======== Records for the exercise

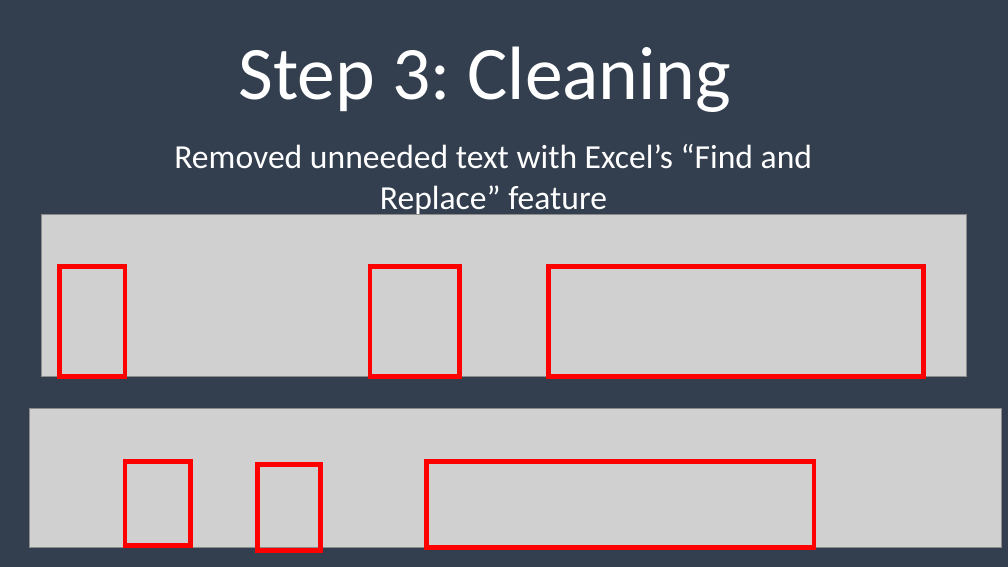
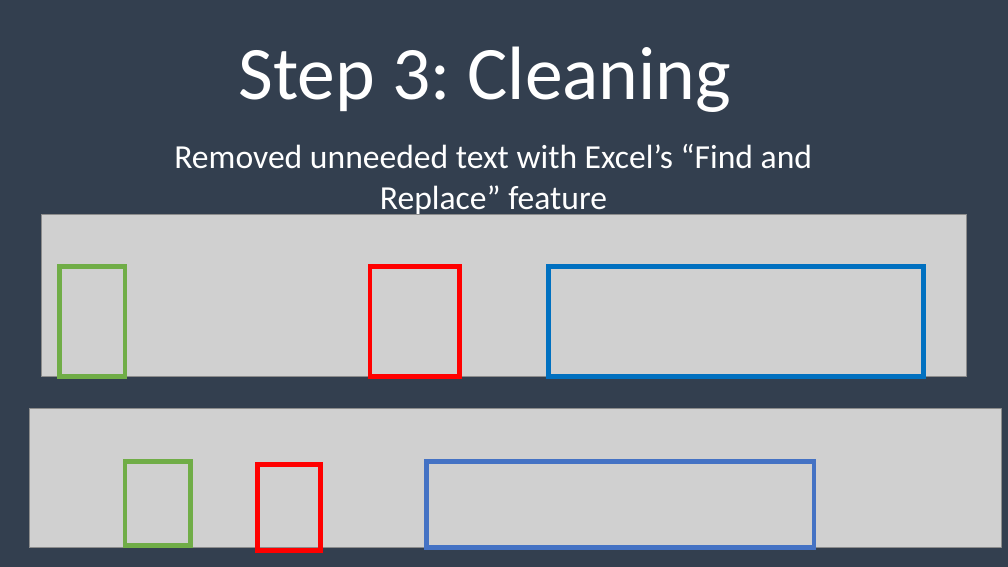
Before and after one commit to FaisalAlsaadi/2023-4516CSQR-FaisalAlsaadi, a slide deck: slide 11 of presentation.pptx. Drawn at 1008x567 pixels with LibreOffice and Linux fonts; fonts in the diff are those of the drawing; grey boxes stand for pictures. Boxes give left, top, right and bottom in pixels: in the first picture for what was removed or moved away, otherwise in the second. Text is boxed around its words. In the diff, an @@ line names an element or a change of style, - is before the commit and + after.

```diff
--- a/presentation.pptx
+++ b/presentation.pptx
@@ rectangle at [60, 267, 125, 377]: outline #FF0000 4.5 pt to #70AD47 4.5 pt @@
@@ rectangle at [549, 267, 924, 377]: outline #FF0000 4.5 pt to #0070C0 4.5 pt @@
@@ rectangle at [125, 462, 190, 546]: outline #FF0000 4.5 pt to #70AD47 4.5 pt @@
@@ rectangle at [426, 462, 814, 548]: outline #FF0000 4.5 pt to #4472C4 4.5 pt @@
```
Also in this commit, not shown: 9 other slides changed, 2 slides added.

================

Aim of the exercise:
Set down the material above exactly as written, but not the pictures.

Result of the task:
Before and after one commit to FaisalAlsaadi/2023-4516CSQR-FaisalAlsaadi, a slide deck: slide 11 of presentation.pptx. Drawn at 1008x567 pixels with LibreOffice and Linux fonts; fonts in the diff are those of the drawing; grey boxes stand for pictures. Boxes give left, top, right and bottom in pixels: in the first picture for what was removed or moved away, otherwise in the second. Text is boxed around its words. In the diff, an @@ line names an element or a change of style, - is before the commit and + after.

```diff
--- a/presentation.pptx
+++ b/presentation.pptx
@@ rectangle at [60, 267, 125, 377]: outline #FF0000 4.5 pt to #70AD47 4.5 pt @@
@@ rectangle at [549, 267, 924, 377]: outline #FF0000 4.5 pt to #0070C0 4.5 pt @@
@@ rectangle at [125, 462, 190, 546]: outline #FF0000 4.5 pt to #70AD47 4.5 pt @@
@@ rectangle at [426, 462, 814, 548]: outline #FF0000 4.5 pt to #4472C4 4.5 pt @@
```
Also in this commit, not shown: 9 other slides changed, 2 slides added.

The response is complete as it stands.